What does the identifier E2-3 indicate and where does this annotation come from??
Answer: Along with a probeset identifier, alternative exon results include an exon annotation that indicates the relative position of a probeset in an exon for a gene (column: exons) as well as the position of the probeset in alternative regions of the exon (column: exon-region-ID).
These exon identifiers are defined for each new build of Ensembl, based on the overlap of exons from all Ensembl transcript in addition to mRNAs from the UCSC genome database. Based on the relative positions of known exons, exon block IDs and region IDs are defined. Below is a graphical representation of this process:
For example, if either an exon region ID or exon ID points to E2-3, the probeset is in the second exon within that gene and three indicates some sub-region within that exon.

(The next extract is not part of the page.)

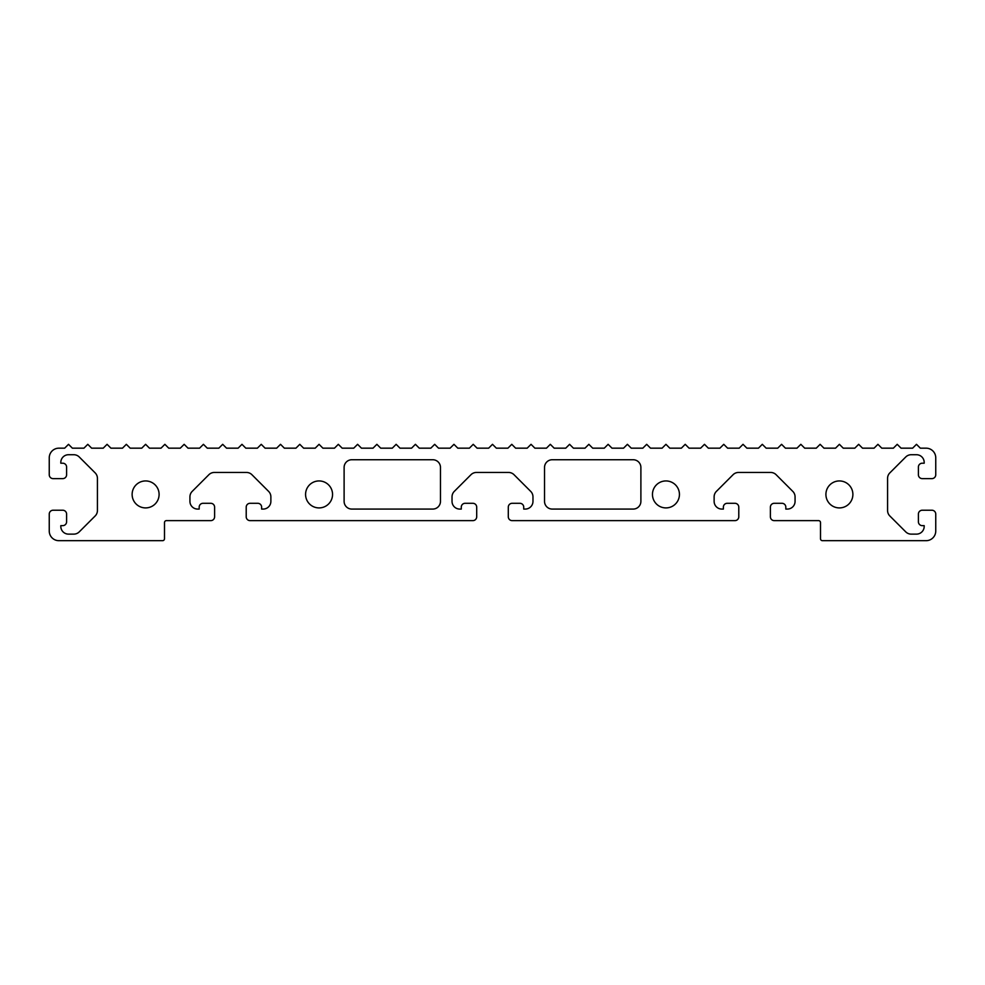 <?xml version="1.0" encoding="UTF-8"?>
<svg xmlns="http://www.w3.org/2000/svg" width="985" height="985" viewBox="0 0 985 985"><rect width="100%" height="100%" fill="white"/><g stroke="black" fill="none" stroke-linecap="round" stroke-linejoin="round"><path stroke-width="1.48" d="M633.183 459.736A7.708 7.708 0 0 1 640.89 467.444L640.89 501.365A7.708 7.708 0 0 1 633.183 509.073L552.24 509.073A7.708 7.708 0 0 1 544.533 501.365L544.533 467.444A7.708 7.708 0 0 1 552.24 459.736L633.183 459.736M344.11 501.365L344.11 467.444A7.708 7.708 0 0 1 351.817 459.736L432.76 459.736A7.708 7.708 0 0 1 440.467 467.444L440.467 501.365A7.708 7.708 0 0 1 432.76 509.073L351.817 509.073A7.708 7.708 0 0 1 344.11 501.365M159.102 494.433A13.495 13.495 0 0 1 138.86 506.105A13.495 13.495 0 0 1 138.86 482.748A13.495 13.495 0 0 1 159.102 494.433M332.548 494.433A13.495 13.495 0 0 1 312.307 506.105A13.495 13.495 0 0 1 312.307 482.748A13.495 13.495 0 0 1 332.548 494.433M852.887 494.433A13.495 13.495 0 0 1 832.645 506.105A13.495 13.495 0 0 1 832.645 482.748A13.495 13.495 0 0 1 852.887 494.433M679.441 494.433A13.495 13.495 0 0 1 659.199 506.105A13.495 13.495 0 0 1 659.199 482.748A13.495 13.495 0 0 1 679.441 494.433M820.505 522.567L820.505 538.758A1.933 1.933 0 0 0 822.438 540.679L926.109 540.679A9.641 9.641 0 0 0 935.75 531.038L935.75 514.084A3.854 3.854 0 0 0 931.896 510.23L922.255 510.23A3.854 3.854 0 0 0 918.402 514.084L918.402 521.791A3.854 3.854 0 0 0 922.255 525.645L924.189 525.645L924.189 526.421A7.708 7.708 0 0 1 916.481 534.129L911.187 534.129A7.708 7.708 0 0 1 905.744 531.863L889.824 515.955A7.708 7.708 0 0 1 887.571 510.501L887.571 478.353A7.708 7.708 0 0 1 889.824 472.898L905.744 456.991A7.708 7.708 0 0 1 911.187 454.725L916.481 454.725A7.708 7.708 0 0 1 924.189 462.433L924.189 463.209L922.255 463.209A3.854 3.854 0 0 0 918.402 467.062L918.402 474.77A3.854 3.854 0 0 0 922.255 478.624L931.896 478.624A3.854 3.854 0 0 0 935.75 474.77L935.75 457.816A9.641 9.641 0 0 0 926.109 448.175L920.335 448.175L916.481 444.321L912.627 448.175L901.066 448.175L897.212 444.321L893.358 448.175L881.784 448.175L877.93 444.321L874.077 448.175L862.515 448.175L858.661 444.321L854.808 448.175L843.246 448.175L839.392 444.321L835.539 448.175L823.977 448.175L820.123 444.321L816.269 448.175L804.708 448.175L800.842 444.321L796.988 448.175L785.427 448.175L781.573 444.321L777.719 448.175L766.158 448.175L762.304 444.321L758.45 448.175L746.889 448.175L743.035 444.321L739.181 448.175L727.62 448.175L723.766 444.321L719.912 448.175L708.338 448.175L704.484 444.321L700.63 448.175L689.069 448.175L685.215 444.321L681.361 448.175L669.8 448.175L665.946 444.321L662.092 448.175L650.531 448.175L646.677 444.321L642.823 448.175L631.262 448.175L627.408 444.321L623.542 448.175L611.981 448.175L608.127 444.321L604.273 448.175L592.711 448.175L588.858 444.321L585.004 448.175L573.442 448.175L569.589 444.321L565.735 448.175L554.173 448.175L550.319 444.321L546.466 448.175L534.892 448.175L531.038 444.321L527.184 448.175L515.623 448.175L511.769 444.321L507.915 448.175L496.354 448.175L492.5 444.321L488.646 448.175L477.085 448.175L473.231 444.321L469.377 448.175L457.816 448.175L453.962 444.321L450.108 448.175L438.534 448.175L434.68 444.321L430.827 448.175L419.265 448.175L415.411 444.321L411.558 448.175L399.996 448.175L396.142 444.321L392.289 448.175L380.727 448.175L376.873 444.321L373.019 448.175L361.458 448.175L357.592 444.321L353.738 448.175L342.177 448.175L338.323 444.321L334.469 448.175L322.908 448.175L319.054 444.321L315.2 448.175L303.639 448.175L299.785 444.321L295.931 448.175L284.37 448.175L280.516 444.321L276.662 448.175L265.088 448.175L261.234 444.321L257.38 448.175L245.819 448.175L241.965 444.321L238.111 448.175L226.55 448.175L222.696 444.321L218.842 448.175L207.281 448.175L203.427 444.321L199.573 448.175L188.012 448.175L184.158 444.321L180.292 448.175L168.73 448.175L164.877 444.321L161.023 448.175L149.461 448.175L145.608 444.321L141.754 448.175L130.192 448.175L126.339 444.321L122.485 448.175L110.923 448.175L107.069 444.321L103.216 448.175L91.642 448.175L87.788 444.321L83.934 448.175L72.373 448.175L68.519 444.321L64.665 448.175L58.891 448.175A9.641 9.641 0 0 0 49.25 457.816L49.25 474.77A3.854 3.854 0 0 0 53.104 478.624L62.745 478.624A3.854 3.854 0 0 0 66.598 474.77L66.598 467.062A3.854 3.854 0 0 0 62.745 463.209L60.811 463.209L60.811 462.433A7.708 7.708 0 0 1 68.519 454.725L73.813 454.725A7.708 7.708 0 0 1 79.256 456.991L95.176 472.898A7.708 7.708 0 0 1 97.429 478.353L97.429 510.501A7.708 7.708 0 0 1 95.176 515.955L79.256 531.863A7.708 7.708 0 0 1 73.813 534.129L68.519 534.129A7.708 7.708 0 0 1 60.811 526.421L60.811 525.645L62.745 525.645A3.854 3.854 0 0 0 66.598 521.791L66.598 514.084A3.854 3.854 0 0 0 62.745 510.23L53.104 510.23A3.854 3.854 0 0 0 49.25 514.084L49.25 531.038A9.641 9.641 0 0 0 58.891 540.679L162.562 540.679A1.933 1.933 0 0 0 164.495 538.758L164.495 522.567A1.933 1.933 0 0 1 166.428 520.634L210.753 520.634A3.854 3.854 0 0 0 214.607 516.78L214.607 507.152A3.854 3.854 0 0 0 210.753 503.298L203.033 503.298A3.854 3.854 0 0 0 199.179 507.152L199.179 509.073L197.64 509.073A7.708 7.708 0 0 1 189.933 501.365L189.933 496.846A7.708 7.708 0 0 1 192.186 491.404L208.869 474.721A7.708 7.708 0 0 1 214.324 472.455L246.484 472.455A7.708 7.708 0 0 1 251.938 474.721L268.622 491.404A7.708 7.708 0 0 1 270.875 496.846L270.875 501.365A7.708 7.708 0 0 1 263.167 509.073L261.628 509.073L261.628 507.152A3.854 3.854 0 0 0 257.774 503.298L250.067 503.298A3.854 3.854 0 0 0 246.213 507.152L246.213 516.78A3.854 3.854 0 0 0 250.067 520.634L472.837 520.634A3.854 3.854 0 0 0 476.703 516.78L476.703 507.152A3.854 3.854 0 0 0 472.837 503.298L465.129 503.298A3.854 3.854 0 0 0 461.275 507.152L461.275 509.073L459.736 509.073A7.708 7.708 0 0 1 452.029 501.365L452.029 496.846A7.708 7.708 0 0 1 454.282 491.404L470.965 474.721A7.708 7.708 0 0 1 476.42 472.455L508.58 472.455A7.708 7.708 0 0 1 514.035 474.721L530.718 491.404A7.708 7.708 0 0 1 532.971 496.846L532.971 501.365A7.708 7.708 0 0 1 525.264 509.073L523.725 509.073L523.725 507.152A3.854 3.854 0 0 0 519.871 503.298L512.163 503.298A3.854 3.854 0 0 0 508.297 507.152L508.297 516.78A3.854 3.854 0 0 0 512.163 520.634L734.933 520.634A3.854 3.854 0 0 0 738.787 516.78L738.787 507.152A3.854 3.854 0 0 0 734.933 503.298L727.226 503.298A3.854 3.854 0 0 0 723.372 507.152L723.372 509.073L721.833 509.073A7.708 7.708 0 0 1 714.125 501.365L714.125 496.846A7.708 7.708 0 0 1 716.378 491.404L733.062 474.721A7.708 7.708 0 0 1 738.516 472.455L770.676 472.455A7.708 7.708 0 0 1 776.131 474.721L792.814 491.404A7.708 7.708 0 0 1 795.067 496.846L795.067 501.365A7.708 7.708 0 0 1 787.36 509.073L785.821 509.073L785.821 507.152A3.854 3.854 0 0 0 781.967 503.298L774.247 503.298A3.854 3.854 0 0 0 770.393 507.152L770.393 516.78A3.854 3.854 0 0 0 774.247 520.634L818.572 520.634A1.933 1.933 0 0 1 820.505 522.567"/></g></svg>

An exon region ID is composed of two numbers (e.g E2-3), where the first number is the exon block and the second is the region within that block. The exon block indicates the exon position in the gene, 5' to 3', taking into account all annotated transcript exons. Thus, E2 indicates that this is the second exon in the gene after the first intron. The exon regions are individual regions within a specific exon block that indicate alternative 3' or 5' splice sites within the exon based on overlapping exon positions for different transcripts. In an exon with three regions, region 1 likely represents sequence proceeding an alternative 3' splice site, region 2 would be sequence common to both overlapping exons and region 3 would be sequence following an alternative 5' splice site. This is an idealized example, but looking at the splicing annotation column should indicate was is likely going on. Otherwise, check out the exon annotation track in the UCSC genome browser.
The exon ID is similar to the exon-region ID, except that the second number indicates the relative position of the probeset relative to any other probesets that align to that exon. Thus, there may be just on region within an exon, but multiple probesets aligning to that region.